**** Records supplied

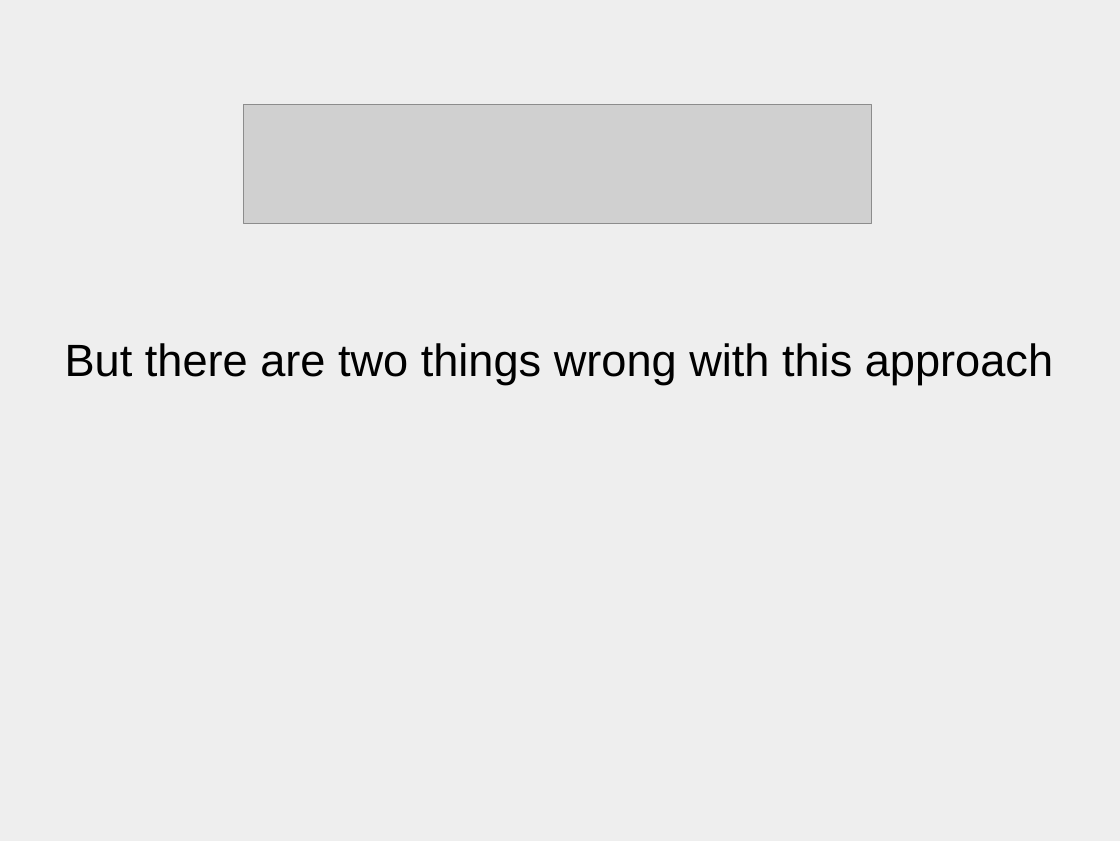
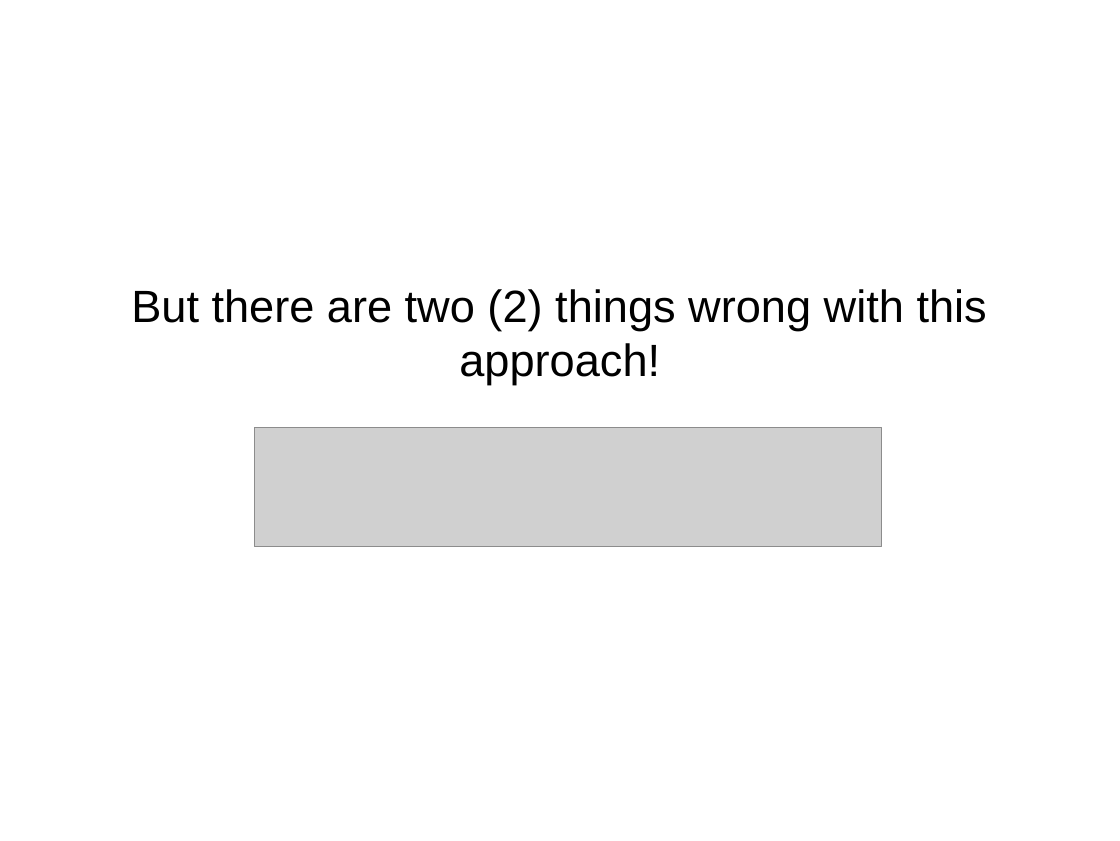
Before and after one commit to johnBartos/react-d3-demo, a slide deck: slide 8 of d3slides.odp. Drawn at 1120x841 pixels with LibreOffice and Linux fonts; fonts in the diff are those of the drawing; grey boxes stand for pictures. Boxes give left, top, right and bottom in pixels: in the first picture for what was removed or moved away, otherwise in the second. Text is boxed around its words. In the diff, an @@ line names an element or a change of style, - is before the commit and + after.

```diff
--- a/d3slides.odp
+++ b/d3slides.odp
@@ background #EEEEEE to #FFFFFF @@
@@ subtitle at [131, 289, 987, 385]: text changed @@
-But there are two things wrong with this approach
+But there are two (2) things wrong with this approach!
@@ picture: place and size @@
-picture at [244, 104, 872, 224]
+picture at [254, 427, 882, 547]
```
Also in this commit, not shown: 12 other slides changed, 4 slides added, 6 slides removed.
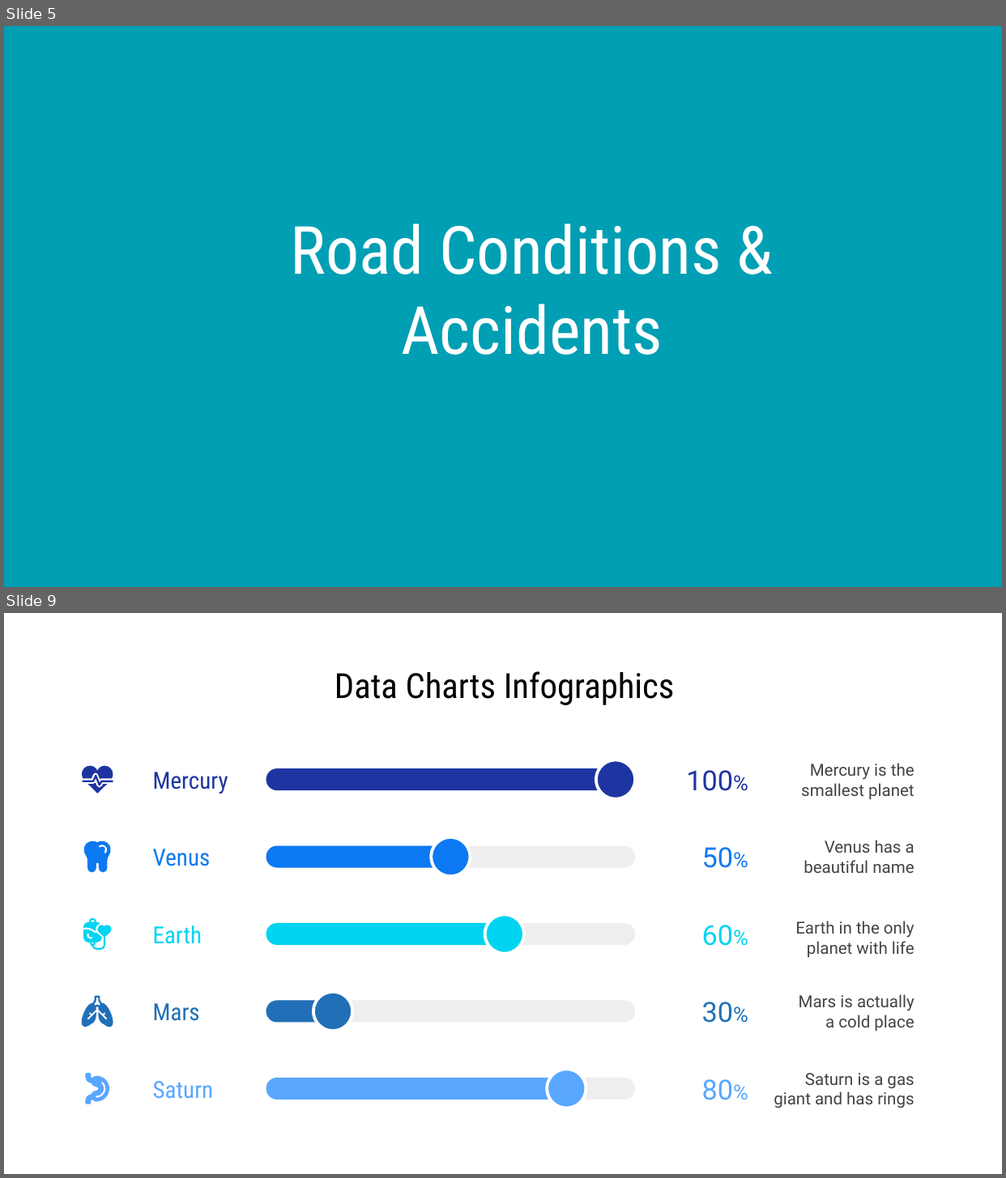
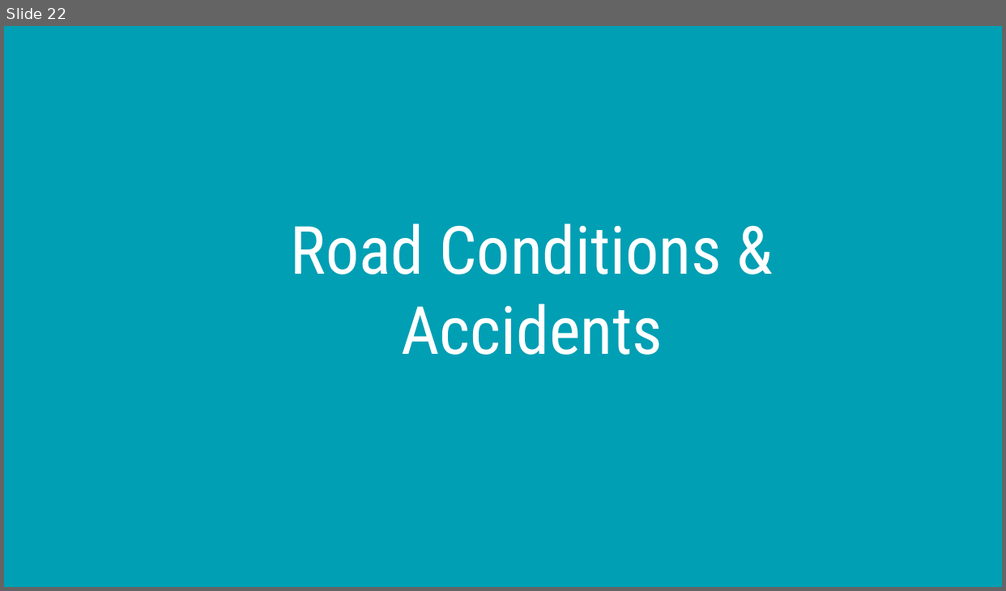
Before and after one commit to Person-Ad/US-Accidents-Big-Data-Analytics-Spark, a slide deck: docs/Team 10 Presentation.pptx. Shown one above the other, each under a label of ours: slides 5 and 9 before the commit, slide 22 after it; the slides between them are not shown. The pictures are 1006x1178 and 1006x591 pixels, drawn with LibreOffice and Linux fonts; fonts in the diff are those of the drawing. Boxes give left, top, right and bottom in pixels: in the first picture for what was removed or moved away, otherwise in the second. Text is boxed around its words. In the diff, an @@ line names an element or a change of style, - is before the commit and + after.

```diff
--- a/docs/Team 10 Presentation.pptx
+++ b/docs/Team 10 Presentation.pptx
@@ slide 9 removed at (x1=4, y1=613, x2=1002, y2=1174), background #FFFFFF @@
@@ title removed at (x1=334, y1=671, x2=675, y2=705) @@
-Data Charts Infographics
@@ freeform shape removed at (x1=82, y1=775, x2=113, y2=786) @@
@@ freeform shape removed at (x1=82, y1=765, x2=113, y2=779) @@
@@ freeform shape removed at (x1=87, y1=782, x2=108, y2=793) @@
@@ group removed at (x1=153, y1=760, x2=914, y2=799): 3 texts, 2 rounded rectangles, 1 ellipse @@
-Mercury
-100%
-Mercury is the smallest planet
@@ freeform shape removed at (x1=84, y1=841, x2=112, y2=872) @@
@@ group removed at (x1=153, y1=837, x2=914, y2=876): 3 texts, 2 rounded rectangles, 1 ellipse @@
-Venus
-50%
-Venus has a beautiful name
@@ freeform shape removed at (x1=84, y1=926, x2=112, y2=950) @@
@@ freeform shape removed at (x1=84, y1=918, x2=101, y2=931) @@
@@ group removed at (x1=153, y1=914, x2=914, y2=957): 3 texts, 2 rounded rectangles, 1 ellipse @@
-Earth
-60%
-Earth in the only planet with life
@@ freeform shape removed at (x1=82, y1=996, x2=114, y2=1029) @@
@@ group removed at (x1=153, y1=992, x2=914, y2=1031): 3 texts, 2 rounded rectangles, 1 ellipse @@
-Mars
-30%
-Mars is actually
-a cold place
@@ freeform shape removed at (x1=86, y1=1073, x2=110, y2=1104) @@
@@ group removed at (x1=153, y1=1069, x2=914, y2=1109): 3 texts, 2 rounded rectangles, 1 ellipse @@
-Saturn
-80%
-Saturn is a gas giant and has rings
@@ what was slide 5 is now slide 22 @@
```
Also in this commit, not shown: 1 slide changed, 20 slides added, 15 other slides removed, 4 other files.

********

▶ _Exercise directions_:
Every line above should be duplicated exactly; the pictures are to be left out.

▶ _Response_:
Before and after one commit to johnBartos/react-d3-demo, a slide deck: slide 8 of d3slides.odp. Drawn at 1120x841 pixels with LibreOffice and Linux fonts; fonts in the diff are those of the drawing; grey boxes stand for pictures. Boxes give left, top, right and bottom in pixels: in the first picture for what was removed or moved away, otherwise in the second. Text is boxed around its words. In the diff, an @@ line names an element or a change of style, - is before the commit and + after.

```diff
--- a/d3slides.odp
+++ b/d3slides.odp
@@ background #EEEEEE to #FFFFFF @@
@@ subtitle at [131, 289, 987, 385]: text changed @@
-But there are two things wrong with this approach
+But there are two (2) things wrong with this approach!
@@ picture: place and size @@
-picture at [244, 104, 872, 224]
+picture at [254, 427, 882, 547]
```
Also in this commit, not shown: 12 other slides changed, 4 slides added, 6 slides removed.
Before and after one commit to Person-Ad/US-Accidents-Big-Data-Analytics-Spark, a slide deck: docs/Team 10 Presentation.pptx. Shown one above the other, each under a label of ours: slides 5 and 9 before the commit, slide 22 after it; the slides between them are not shown. The pictures are 1006x1178 and 1006x591 pixels, drawn with LibreOffice and Linux fonts; fonts in the diff are those of the drawing. Boxes give left, top, right and bottom in pixels: in the first picture for what was removed or moved away, otherwise in the second. Text is boxed around its words. In the diff, an @@ line names an element or a change of style, - is before the commit and + after.

```diff
--- a/docs/Team 10 Presentation.pptx
+++ b/docs/Team 10 Presentation.pptx
@@ slide 9 removed at (x1=4, y1=613, x2=1002, y2=1174), background #FFFFFF @@
@@ title removed at (x1=334, y1=671, x2=675, y2=705) @@
-Data Charts Infographics
@@ freeform shape removed at (x1=82, y1=775, x2=113, y2=786) @@
@@ freeform shape removed at (x1=82, y1=765, x2=113, y2=779) @@
@@ freeform shape removed at (x1=87, y1=782, x2=108, y2=793) @@
@@ group removed at (x1=153, y1=760, x2=914, y2=799): 3 texts, 2 rounded rectangles, 1 ellipse @@
-Mercury
-100%
-Mercury is the smallest planet
@@ freeform shape removed at (x1=84, y1=841, x2=112, y2=872) @@
@@ group removed at (x1=153, y1=837, x2=914, y2=876): 3 texts, 2 rounded rectangles, 1 ellipse @@
-Venus
-50%
-Venus has a beautiful name
@@ freeform shape removed at (x1=84, y1=926, x2=112, y2=950) @@
@@ freeform shape removed at (x1=84, y1=918, x2=101, y2=931) @@
@@ group removed at (x1=153, y1=914, x2=914, y2=957): 3 texts, 2 rounded rectangles, 1 ellipse @@
-Earth
-60%
-Earth in the only planet with life
@@ freeform shape removed at (x1=82, y1=996, x2=114, y2=1029) @@
@@ group removed at (x1=153, y1=992, x2=914, y2=1031): 3 texts, 2 rounded rectangles, 1 ellipse @@
-Mars
-30%
-Mars is actually
-a cold place
@@ freeform shape removed at (x1=86, y1=1073, x2=110, y2=1104) @@
@@ group removed at (x1=153, y1=1069, x2=914, y2=1109): 3 texts, 2 rounded rectangles, 1 ellipse @@
-Saturn
-80%
-Saturn is a gas giant and has rings
@@ what was slide 5 is now slide 22 @@
```
Also in this commit, not shown: 1 slide changed, 20 slides added, 15 other slides removed, 4 other files.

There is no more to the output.